Find the lines of data that contain the string "with", then list them.

----------------

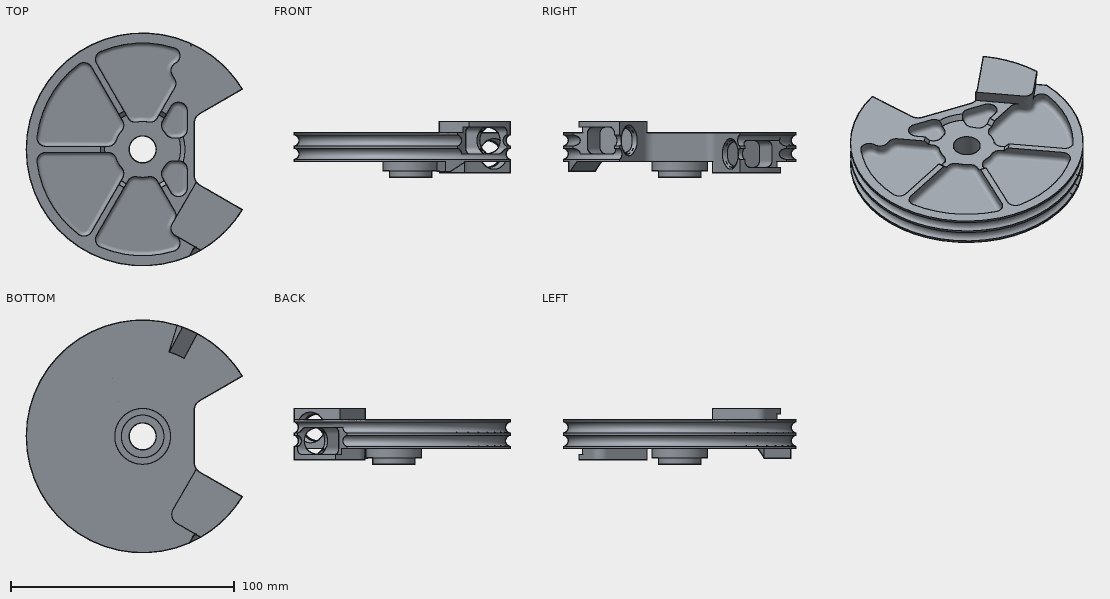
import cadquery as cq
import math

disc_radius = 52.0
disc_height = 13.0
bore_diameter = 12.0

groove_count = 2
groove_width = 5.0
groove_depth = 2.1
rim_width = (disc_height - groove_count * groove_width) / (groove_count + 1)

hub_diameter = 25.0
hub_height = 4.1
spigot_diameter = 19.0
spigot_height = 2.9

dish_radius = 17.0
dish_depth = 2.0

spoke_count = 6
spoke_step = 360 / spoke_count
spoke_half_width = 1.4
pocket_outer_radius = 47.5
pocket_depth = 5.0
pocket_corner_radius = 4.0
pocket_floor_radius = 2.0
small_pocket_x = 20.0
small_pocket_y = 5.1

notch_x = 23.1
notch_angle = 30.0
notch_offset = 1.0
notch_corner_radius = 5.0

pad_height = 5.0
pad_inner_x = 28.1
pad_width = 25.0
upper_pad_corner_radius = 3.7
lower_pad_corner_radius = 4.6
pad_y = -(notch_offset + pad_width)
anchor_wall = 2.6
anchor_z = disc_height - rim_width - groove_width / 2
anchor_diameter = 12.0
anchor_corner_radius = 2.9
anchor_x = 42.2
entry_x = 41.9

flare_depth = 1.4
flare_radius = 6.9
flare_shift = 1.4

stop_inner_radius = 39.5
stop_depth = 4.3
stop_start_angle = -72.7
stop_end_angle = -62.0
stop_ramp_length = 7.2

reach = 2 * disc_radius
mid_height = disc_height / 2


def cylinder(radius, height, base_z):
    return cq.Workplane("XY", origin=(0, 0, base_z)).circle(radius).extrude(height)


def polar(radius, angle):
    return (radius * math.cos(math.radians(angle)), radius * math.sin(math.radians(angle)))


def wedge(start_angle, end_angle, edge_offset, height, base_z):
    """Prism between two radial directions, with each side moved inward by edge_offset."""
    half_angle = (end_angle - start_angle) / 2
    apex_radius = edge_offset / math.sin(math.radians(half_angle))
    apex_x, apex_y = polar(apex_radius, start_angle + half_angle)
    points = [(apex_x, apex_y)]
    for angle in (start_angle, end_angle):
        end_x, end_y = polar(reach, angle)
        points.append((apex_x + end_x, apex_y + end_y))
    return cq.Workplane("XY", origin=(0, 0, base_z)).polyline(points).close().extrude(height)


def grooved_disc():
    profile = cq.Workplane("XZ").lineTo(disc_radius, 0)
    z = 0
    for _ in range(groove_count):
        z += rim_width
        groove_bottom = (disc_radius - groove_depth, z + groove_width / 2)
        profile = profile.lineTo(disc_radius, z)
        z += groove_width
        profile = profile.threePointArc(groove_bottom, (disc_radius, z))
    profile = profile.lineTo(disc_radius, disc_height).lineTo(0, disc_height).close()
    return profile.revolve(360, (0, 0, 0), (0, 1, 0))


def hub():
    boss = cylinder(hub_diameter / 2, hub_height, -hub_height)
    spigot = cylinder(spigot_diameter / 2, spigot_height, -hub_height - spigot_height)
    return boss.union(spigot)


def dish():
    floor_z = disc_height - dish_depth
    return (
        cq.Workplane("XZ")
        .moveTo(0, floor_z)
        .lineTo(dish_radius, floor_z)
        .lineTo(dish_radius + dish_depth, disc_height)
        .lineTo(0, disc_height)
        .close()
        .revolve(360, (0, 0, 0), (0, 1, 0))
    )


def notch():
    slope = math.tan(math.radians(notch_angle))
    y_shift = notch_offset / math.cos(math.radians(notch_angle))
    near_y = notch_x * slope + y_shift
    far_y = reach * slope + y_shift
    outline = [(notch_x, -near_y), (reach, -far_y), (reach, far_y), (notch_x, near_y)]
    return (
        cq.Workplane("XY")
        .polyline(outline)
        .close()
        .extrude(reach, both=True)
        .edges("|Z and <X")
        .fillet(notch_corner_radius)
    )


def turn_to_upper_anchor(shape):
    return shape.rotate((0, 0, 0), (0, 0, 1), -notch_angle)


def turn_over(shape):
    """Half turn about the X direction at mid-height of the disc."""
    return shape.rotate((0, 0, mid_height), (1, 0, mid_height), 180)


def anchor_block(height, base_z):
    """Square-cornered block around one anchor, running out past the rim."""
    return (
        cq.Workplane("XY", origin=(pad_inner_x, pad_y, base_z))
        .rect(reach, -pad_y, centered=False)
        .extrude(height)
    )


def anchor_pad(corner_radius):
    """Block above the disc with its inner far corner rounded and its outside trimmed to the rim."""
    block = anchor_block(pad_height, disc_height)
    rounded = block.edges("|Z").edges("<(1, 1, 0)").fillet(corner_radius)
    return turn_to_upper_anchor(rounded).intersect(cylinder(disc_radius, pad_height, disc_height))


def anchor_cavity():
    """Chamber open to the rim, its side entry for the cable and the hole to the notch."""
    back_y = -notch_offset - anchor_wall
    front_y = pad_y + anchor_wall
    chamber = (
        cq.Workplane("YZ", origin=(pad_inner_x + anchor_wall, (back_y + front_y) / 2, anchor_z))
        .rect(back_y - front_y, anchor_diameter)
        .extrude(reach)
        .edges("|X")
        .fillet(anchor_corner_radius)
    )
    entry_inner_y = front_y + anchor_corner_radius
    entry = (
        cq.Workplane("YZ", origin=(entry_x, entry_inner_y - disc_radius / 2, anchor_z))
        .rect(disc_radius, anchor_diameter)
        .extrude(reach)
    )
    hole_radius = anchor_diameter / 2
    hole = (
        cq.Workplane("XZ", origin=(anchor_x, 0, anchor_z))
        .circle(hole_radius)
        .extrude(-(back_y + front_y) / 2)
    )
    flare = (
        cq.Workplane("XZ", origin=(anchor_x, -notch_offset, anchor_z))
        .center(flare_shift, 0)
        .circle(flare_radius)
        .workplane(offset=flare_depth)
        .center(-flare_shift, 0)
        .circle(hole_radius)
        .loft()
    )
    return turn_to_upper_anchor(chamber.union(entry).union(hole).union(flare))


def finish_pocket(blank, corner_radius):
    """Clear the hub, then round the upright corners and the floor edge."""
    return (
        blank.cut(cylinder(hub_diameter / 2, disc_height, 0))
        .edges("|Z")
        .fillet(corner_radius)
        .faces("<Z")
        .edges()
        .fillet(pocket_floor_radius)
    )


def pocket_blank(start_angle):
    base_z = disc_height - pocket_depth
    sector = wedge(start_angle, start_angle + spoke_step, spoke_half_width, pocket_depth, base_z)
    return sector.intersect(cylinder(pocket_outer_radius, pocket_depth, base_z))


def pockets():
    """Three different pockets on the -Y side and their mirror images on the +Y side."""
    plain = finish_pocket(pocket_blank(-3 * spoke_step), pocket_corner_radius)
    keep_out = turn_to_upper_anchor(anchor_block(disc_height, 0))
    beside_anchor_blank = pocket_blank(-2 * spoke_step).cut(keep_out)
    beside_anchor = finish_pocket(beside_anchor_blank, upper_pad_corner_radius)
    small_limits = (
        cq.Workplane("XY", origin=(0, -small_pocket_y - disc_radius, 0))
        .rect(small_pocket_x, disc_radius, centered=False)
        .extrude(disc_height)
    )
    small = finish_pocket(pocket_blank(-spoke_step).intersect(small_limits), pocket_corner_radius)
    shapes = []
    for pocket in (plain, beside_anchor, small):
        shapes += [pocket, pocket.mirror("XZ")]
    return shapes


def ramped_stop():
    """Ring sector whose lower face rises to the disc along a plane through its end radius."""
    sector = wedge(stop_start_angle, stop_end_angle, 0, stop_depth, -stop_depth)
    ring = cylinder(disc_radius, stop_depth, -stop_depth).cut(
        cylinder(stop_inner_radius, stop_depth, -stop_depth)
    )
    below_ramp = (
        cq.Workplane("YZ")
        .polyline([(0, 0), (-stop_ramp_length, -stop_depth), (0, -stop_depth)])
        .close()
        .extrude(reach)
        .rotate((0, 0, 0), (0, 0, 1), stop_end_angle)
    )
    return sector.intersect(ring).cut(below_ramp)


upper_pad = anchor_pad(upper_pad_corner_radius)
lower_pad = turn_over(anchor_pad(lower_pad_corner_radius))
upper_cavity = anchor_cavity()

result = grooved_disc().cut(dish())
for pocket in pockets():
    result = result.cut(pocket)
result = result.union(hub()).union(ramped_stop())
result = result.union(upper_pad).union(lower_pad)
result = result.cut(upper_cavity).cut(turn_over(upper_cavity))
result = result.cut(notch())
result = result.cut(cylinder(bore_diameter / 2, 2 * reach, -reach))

----------------

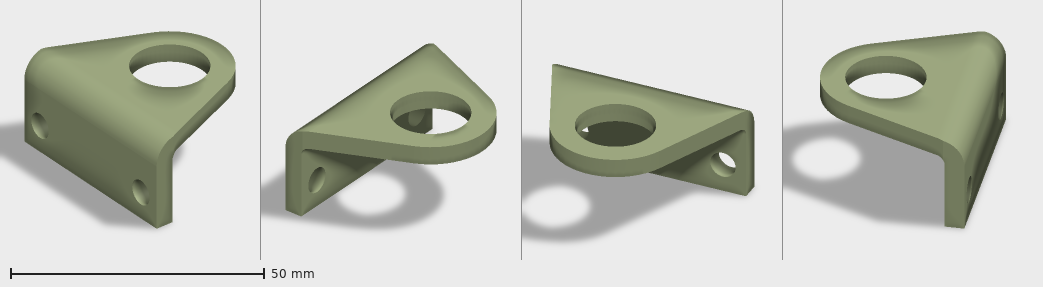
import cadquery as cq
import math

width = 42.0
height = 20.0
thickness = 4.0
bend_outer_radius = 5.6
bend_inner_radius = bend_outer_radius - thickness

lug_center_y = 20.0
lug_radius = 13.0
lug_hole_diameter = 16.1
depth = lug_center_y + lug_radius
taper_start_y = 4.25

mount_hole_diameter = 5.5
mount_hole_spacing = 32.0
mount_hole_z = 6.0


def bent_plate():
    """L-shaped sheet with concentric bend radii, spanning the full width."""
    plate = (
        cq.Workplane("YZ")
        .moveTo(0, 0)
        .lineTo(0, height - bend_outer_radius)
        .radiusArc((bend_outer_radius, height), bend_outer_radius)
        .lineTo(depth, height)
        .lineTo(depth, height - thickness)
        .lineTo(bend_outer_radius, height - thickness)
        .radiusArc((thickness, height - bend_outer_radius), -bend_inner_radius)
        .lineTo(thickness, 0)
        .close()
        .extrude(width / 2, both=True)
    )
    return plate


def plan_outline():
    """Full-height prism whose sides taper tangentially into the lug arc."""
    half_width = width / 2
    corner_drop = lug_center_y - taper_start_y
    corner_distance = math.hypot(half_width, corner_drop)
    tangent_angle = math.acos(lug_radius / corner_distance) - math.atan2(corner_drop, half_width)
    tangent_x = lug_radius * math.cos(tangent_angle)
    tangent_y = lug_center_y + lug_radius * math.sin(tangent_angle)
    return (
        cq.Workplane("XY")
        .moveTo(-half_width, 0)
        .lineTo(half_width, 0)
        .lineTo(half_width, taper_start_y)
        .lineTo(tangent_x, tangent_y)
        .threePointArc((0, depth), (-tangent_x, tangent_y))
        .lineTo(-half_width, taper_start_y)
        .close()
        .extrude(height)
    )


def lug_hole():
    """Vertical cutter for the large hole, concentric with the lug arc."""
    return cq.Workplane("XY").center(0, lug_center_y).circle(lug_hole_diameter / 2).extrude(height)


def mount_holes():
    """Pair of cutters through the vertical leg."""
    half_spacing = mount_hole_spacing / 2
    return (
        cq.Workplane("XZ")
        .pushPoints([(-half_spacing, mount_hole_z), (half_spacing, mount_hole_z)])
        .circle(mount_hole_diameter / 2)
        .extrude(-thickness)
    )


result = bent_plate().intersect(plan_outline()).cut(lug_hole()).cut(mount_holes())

----------------

◆ Response ◆
    """Prism between two radial directions, with each side moved inward by edge_offset."""
    """Block above the disc with its inner far corner rounded and its outside trimmed to the rim."""
    """L-shaped sheet with concentric bend radii, spanning the full width."""
    """Vertical cutter for the large hole, concentric with the lug arc."""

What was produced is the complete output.